Too often relationships are seen as the long hoped-for source of happiness and joy. The thinking goes along the lines of: "Only when I have found 'the one' will I be truly happy and fulfilled." In other words, the relationship, and in particular the loveable other, is seen as a continuous supply-chain for a lifetime of happiness and delight.
The problem with this way of thinking and behaving is that it puts the onus on the loveable other to deliver - all the time. To go into a relationship with an expectation that it will supply a lifetime of joy, is to go into the relationship with needs. I need you to do this. I need you to be there. I need you to behave and speak in ways that support me. Quite simply I'm bringing my big bag of needs and expecting you to make them go away.

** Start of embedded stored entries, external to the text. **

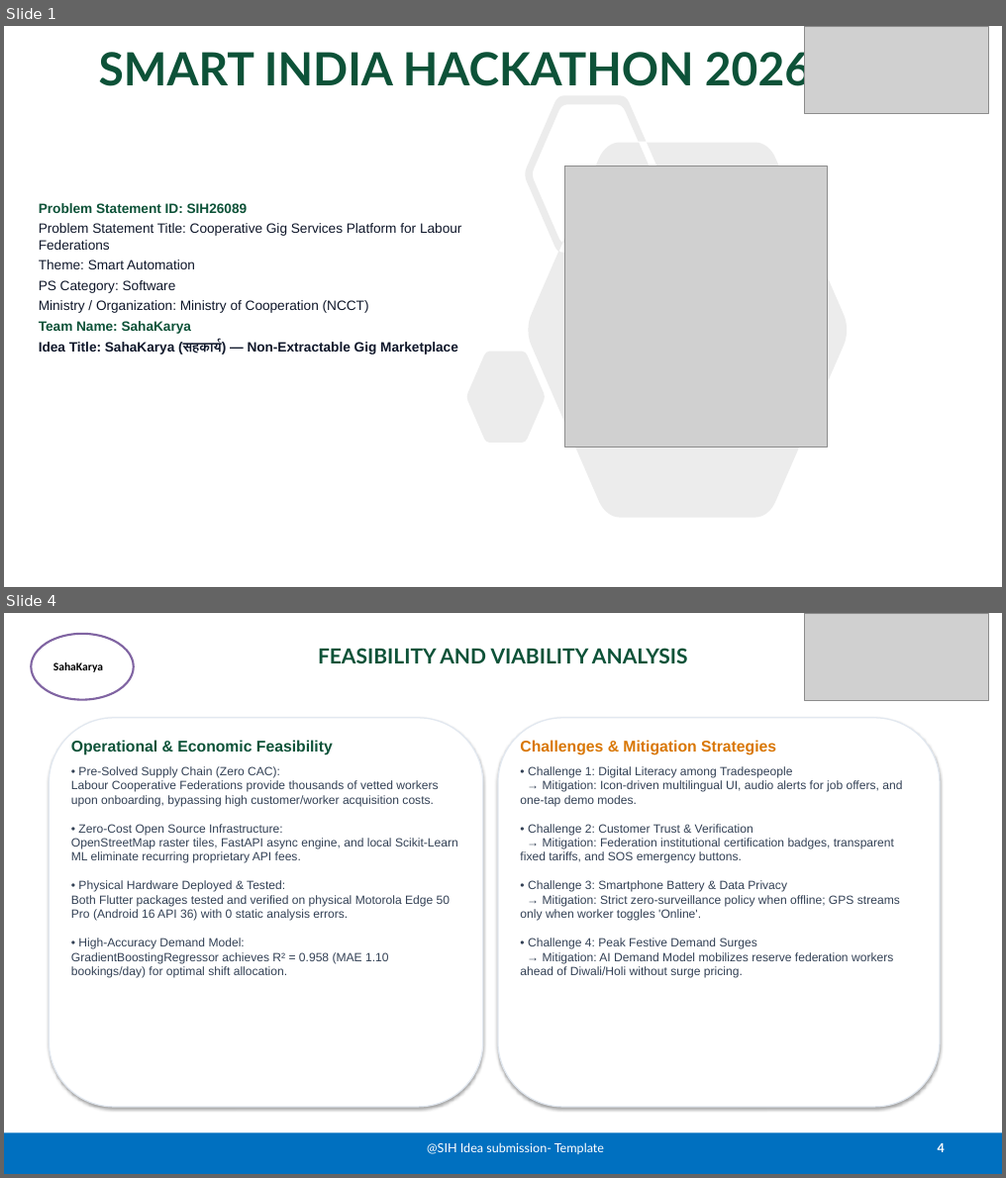
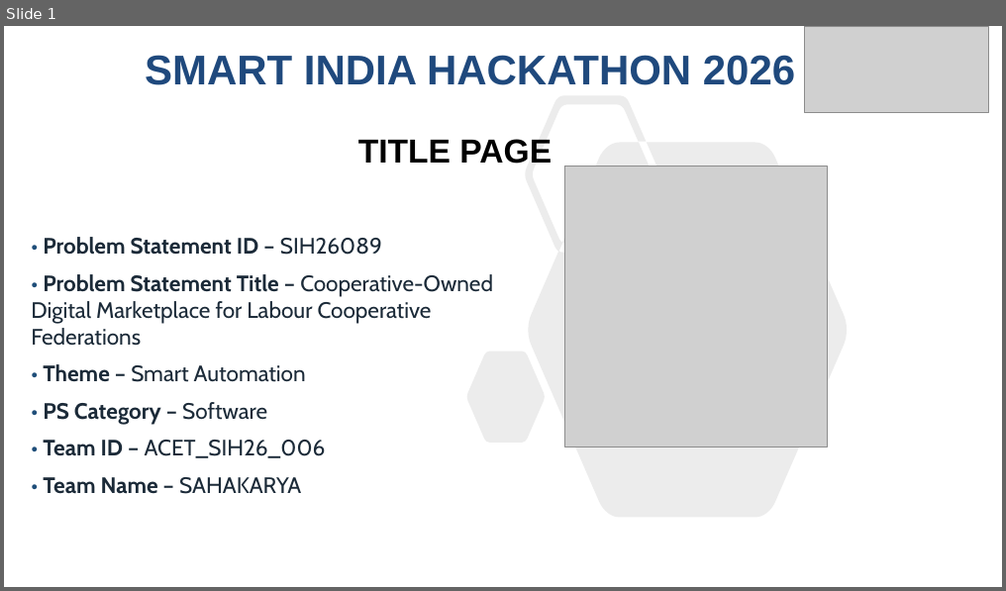
Before and after one commit to NandiVardhan2007/SahaKarya, a slide deck: public/downloads/SIH2026_PS26089_Presentation.pptx. Shown one above the other, each under a label of ours: slides 1 and 4 before the commit, slide 1 after it; the slides between them are not shown. The pictures are 1006x1178 and 1006x591 pixels, drawn with LibreOffice and Linux fonts; fonts in the diff are those of the drawing; grey boxes stand for pictures. Boxes give left, top, right and bottom in pixels: in the first picture for what was removed or moved away, otherwise in the second. Text is boxed around its words. In the diff, an @@ line names an element or a change of style, - is before the commit and + after.

Commit message:
chore: update presentation deck from SAHAKARYA.pptx and refine wording across components

```diff
--- a/public/downloads/SIH2026_PS26089_Presentation.pptx
+++ b/public/downloads/SIH2026_PS26089_Presentation.pptx
@@ slide 4 removed at (4,613,1002,1174), background #FFFFFF @@
@@ ellipse removed at (31,634,134,700) @@
-SahaKarya
@@ picture removed at (805,613,989,700) @@
@@ title removed at (318,648,688,663) @@
-FEASIBILITY AND VIABILITY ANALYSIS
@@ rounded rectangle removed at (49,718,483,1107) @@
@@ rounded rectangle removed at (498,718,940,1107) @@
@@ text removed at (71,740,458,978) @@
-Operational & Economic Feasibility
-• Pre-Solved Supply Chain (Zero CAC):
-Labour Cooperative Federations provide thousands of vetted workers upon onboarding, bypassing high customer/worker acquisition costs.
-• Zero-Cost Open Source Infrastructure:
-OpenStreetMap raster tiles, FastAPI async engine, and local Scikit-Learn ML eliminate recurring proprietary API fees.
-• Physical Hardware Deployed & Tested:
-Both Flutter packages tested and verified on physical Motorola Edge 50 Pro (Android 16 API 36) with 0 static analysis errors.
-• High-Accuracy Demand Model:
-GradientBoostingRegressor achieves R² = 0.958 (MAE 1.10 bookings/day) for optimal shift allocation.
@@ text removed at (520,740,902,978) @@
-Challenges & Mitigation Strategies
-• Challenge 1: Digital Literacy among Tradespeople
-→ Mitigation: Icon-driven multilingual UI, audio alerts for job offers, and one-tap demo modes.
-• Challenge 2: Customer Trust & Verification
-→ Mitigation: Federation institutional certification badges, transparent fixed tariffs, and SOS emergency buttons.
-• Challenge 3: Smartphone Battery & Data Privacy
-→ Mitigation: Strict zero-surveillance policy when offline; GPS streams only when worker toggles 'Online'.
-• Challenge 4: Peak Festive Demand Surges
-→ Mitigation: AI Demand Model mobilizes reserve federation workers ahead of Diwali/Holi without surge pricing.
@@ rectangle removed at (4,1134,1002,1174) @@
@@ text removed at (427,1143,604,1155) @@
-@SIH Idea submission- Template
@@ page number removed at (938,1144,944,1153) @@
-4
@@ slide 1 changed as well @@
@@ title "SMART INDIA HACKATHON 2026": place and size @@
-title "SMART INDIA HACKATHON 2026" at (99,46,811,94)
+title "SMART INDIA HACKATHON 2026" at (145,55,795,85)
@@ title "SMART INDIA HACKATHON 2026" at (145,55,795,85): size 44 to 40 pt, font Lato to Arial, text colour #0D5238 to #1F497D @@
@@ freeform shape at (467,95,846,518): outline redrawn @@
@@ text added at (358,139,551,164), 32 pt, text #000000, bold @@
+TITLE PAGE
@@ text at (31,237,493,494): text changed; size 13 to 21.5 pt; font Arial to Cabin; text colour #0F172A to #1B2A38 @@
-Problem Statement ID: SIH26089
-Problem Statement Title: Cooperative Gig Services Platform for Labour Federations
-Theme: Smart Automation
-PS Category: Software
-Ministry / Organization: Ministry of Cooperation (NCCT)
-Team Name: SahaKarya
-Idea Title: SahaKarya (सहकार्य) — Non-Extractable Gig Marketplace
+• Problem Statement ID – SIH26089
+• Problem Statement Title – Cooperative-Owned Digital Marketplace for Labour Cooperative Federations
+• Theme – Smart Automation
+• PS Category – Software
+• Team ID – ACET_SIH26_006
+• Team Name – SAHAKARYA
```
Also in this commit, not shown: 5 slides added, 4 other slides removed, 5 other files.

However no relationship can do this. No one person can do this. If a relationship is built on two people getting together based on neediness then watch out. That relationship is destined for a short shelf life. Everyone is on the take and very soon the relationship is starved.
Because relationships are based on giving, not taking. Whatever you give to a relationship, you get back. If you go in giving demands and problems then don't be surprised when you get back demands and problems. Just like a mirror, a relationship will always reflect back to us what we bring to it. All relationships have a personality that is defined by the individuals that make up the relationship. When your starting point is one of "what can I give?" then you transform the nature of all your connections.
The key to successful relationships is to go in with the ability to give that which you want to receive.
Give kindness and receive kindness. Give attention and receive attention. Give smiles and receive smiles. Give patience and receive patience. Give love and receive love.